Секретарь повернулся к нему, дернув бровью, и не без резкости спросил:
– Не лучше ли обсудить план? Шпион ушел.
– Не лучше, – сказал Председатель зевая (зевок этот был похож на легкое землетрясение). – Оставьте все, как есть. Суббота распорядится. Мне пора. Значит, завтракаем здесь ровно через неделю.
Бурные сцены сильно расшатали и без того больные нервы Секретаря. Он был из тех, кто щепетилен и совестлив даже в преступлении.
– Я протестую, – сказал он. – Так нельзя. Одно из основных наших правил требует, чтобы планы обсуждал Совет в полном составе. Конечно, я всецело одобряю вашу осторожность, но теперь, когда предателя нет…
– Любезный Секретарь, – отвечал Воскресенье, – если, придя домой, вы сварите свою голову вместо репы, она еще может пригодиться. Впрочем, не знаю. Нет, скорее пригодится.
Секретарь поднялся на дыбы, словно разъяренный конь.
– Право, я не пойму… – обиженно начал он.
– То-то и оно, – перебил Председатель, часто кивая, – то-то и оно, что вы никак не поймете.
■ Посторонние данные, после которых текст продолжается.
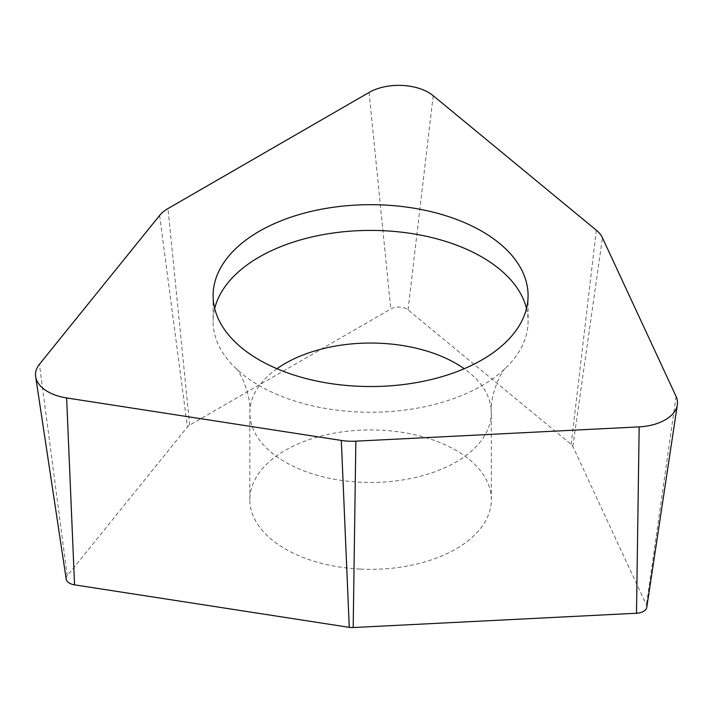 <?xml version="1.0" encoding="UTF-8"?>
<svg xmlns="http://www.w3.org/2000/svg" width="713" height="713" viewBox="0 0 713 713"><rect width="100%" height="100%" fill="white"/><g stroke="black" fill="none" stroke-linecap="round" stroke-linejoin="round"><path stroke-width="0.53" stroke-dasharray="3.56 2.67" d="M646.789 607.298A11.319 6.533 0 0 0 646.441 605.043L572.833 446.436A11.319 6.533 0 0 0 571.175 444.386L408.05 309.879A11.319 6.533 0 0 0 390.777 309.005L189.676 425.117A11.319 6.533 0 0 0 187.421 426.971L67.236 575.783A11.319 6.533 0 0 0 66.22 577.976A11.319 6.533 0 0 0 66.211 579.116M360.074 569.081A120.738 69.705 180 0 1 249.853 499.635A120.738 69.705 180 0 1 381.116 430.189A120.738 69.705 180 0 1 491.328 499.635A120.738 69.705 180 0 1 360.074 569.081M526.497 308.471A157.484 90.925 180 0 1 528.083 321.331A157.484 90.925 180 0 1 505.107 368.621A157.484 90.925 180 0 1 356.865 411.909A157.484 90.925 180 0 1 236.083 368.621A157.484 90.925 180 0 1 213.107 321.331A157.484 90.925 180 0 1 214.693 308.471M596.309 230.201L571.175 444.386M408.05 309.879L433.183 95.694M369.084 92.458L390.777 309.005M189.676 425.117L167.983 208.561M159.614 215.46L187.421 426.971M67.236 575.783L39.429 364.272M676.076 396.428L646.441 605.043M572.833 446.436L602.467 237.83M276.983 368.728A120.738 69.705 0 0 0 249.853 412.756A120.738 69.705 0 0 0 360.074 482.202A120.738 69.705 0 0 0 491.328 412.756A120.738 69.705 0 0 0 464.199 368.728M505.107 368.621L505.187 368.532C503.601 368.363 489.867 391.936 491.328 412.756L491.328 499.635M236.083 368.621L235.994 368.532C237.358 368.175 251.19 391.143 249.853 412.756L249.853 499.635M528.083 295.61L528.083 321.331M213.107 295.61L213.107 321.331"/><path stroke-width="1.07" d="M369.084 92.458A41.996 24.242 180 0 1 433.183 95.694L596.309 230.201A41.996 24.242 180 0 1 602.467 237.83L676.076 396.428A41.996 24.242 180 0 1 677.35 404.815A41.996 24.242 180 0 1 639.169 426.864L355.858 441.169A41.996 24.242 180 0 1 341.322 440.438L66.621 397.943A41.996 24.242 180 0 1 35.65 376.624A41.996 24.242 180 0 1 35.65 372.409A41.996 24.242 180 0 1 39.429 364.272L159.614 215.46A41.996 24.242 180 0 1 167.983 208.561L369.084 92.458L167.983 208.561A41.996 24.242 0 0 0 159.614 215.46L39.429 364.272A41.996 24.242 0 0 0 35.65 372.409A41.996 24.242 0 0 0 66.621 397.943L341.322 440.438A41.996 24.242 0 0 0 355.858 441.169L639.169 426.864A41.996 24.242 0 0 0 677.35 404.824A41.996 24.242 180 0 1 677.35 404.824A41.996 24.242 0 0 0 676.076 396.428L602.467 237.83A41.996 24.242 0 0 0 596.309 230.201L433.183 95.694A41.996 24.242 0 0 0 369.084 92.458M384.316 205.032A157.484 90.925 0 0 0 213.107 295.61A157.484 90.925 0 0 0 356.865 386.188A157.484 90.925 0 0 0 528.083 295.61A157.484 90.925 0 0 0 384.316 205.032M35.65 376.624L66.211 579.116A11.319 6.533 0 0 0 74.562 584.856L349.263 627.351A11.319 6.533 0 0 0 353.185 627.547L636.495 613.242A11.319 6.533 0 0 0 646.78 607.298A11.319 6.533 0 0 0 646.789 607.298L677.35 404.815M214.693 308.471A157.484 90.925 180 0 1 384.316 230.754A157.484 90.925 180 0 1 526.497 308.471M66.621 397.943L74.562 584.856M349.263 627.351L341.322 440.438M355.858 441.169L353.185 627.547M636.495 613.242L639.169 426.864M464.199 368.728A120.738 69.705 0 0 0 381.116 343.309A120.738 69.705 0 0 0 276.983 368.728"/></g></svg>

Да осел вы несчастный! – взревел он и встал. – Вы не хотите, чтобы нас подслушали? А откуда вы знаете, что предателей больше нет?
И он вышел из комнаты, трясясь от непонятного презрения.
Четверо оставшихся глядели ему вслед, явно ничего не понимая. Один Сайм все понял и похолодел от ужаса, Если последняя фраза что-нибудь означала, она означала, что опасности не кончились. Воскресенье еще не мог обличить его, как Гоголя, но не мог и доверять ему, как другим.
Другие эти встали с мест и, ворча кто громко, кто потише, пошли куда-нибудь пообедать, ибо было уже далеко за полдень. Профессор выбрался последним, он двигался медленно и мучительно. Сайм посидел еще, обдумывая свое странное положение. Молния в него не ударила, но гроза не прошла стороной. Наконец он встал и вышел на площадь. Холод стал сильнее, и Сайм удивился, увидев порхающие снежинки. Трость и фляга были при нем, но плащ он снял и оставил то ли на катере, то ли на балконе. Надеясь, что скоро распогодится, он укрылся в подъезде небольшой грязноватой парикмахерской, в витрине которой виднелась лишь хилая, хотя и нарядная дама.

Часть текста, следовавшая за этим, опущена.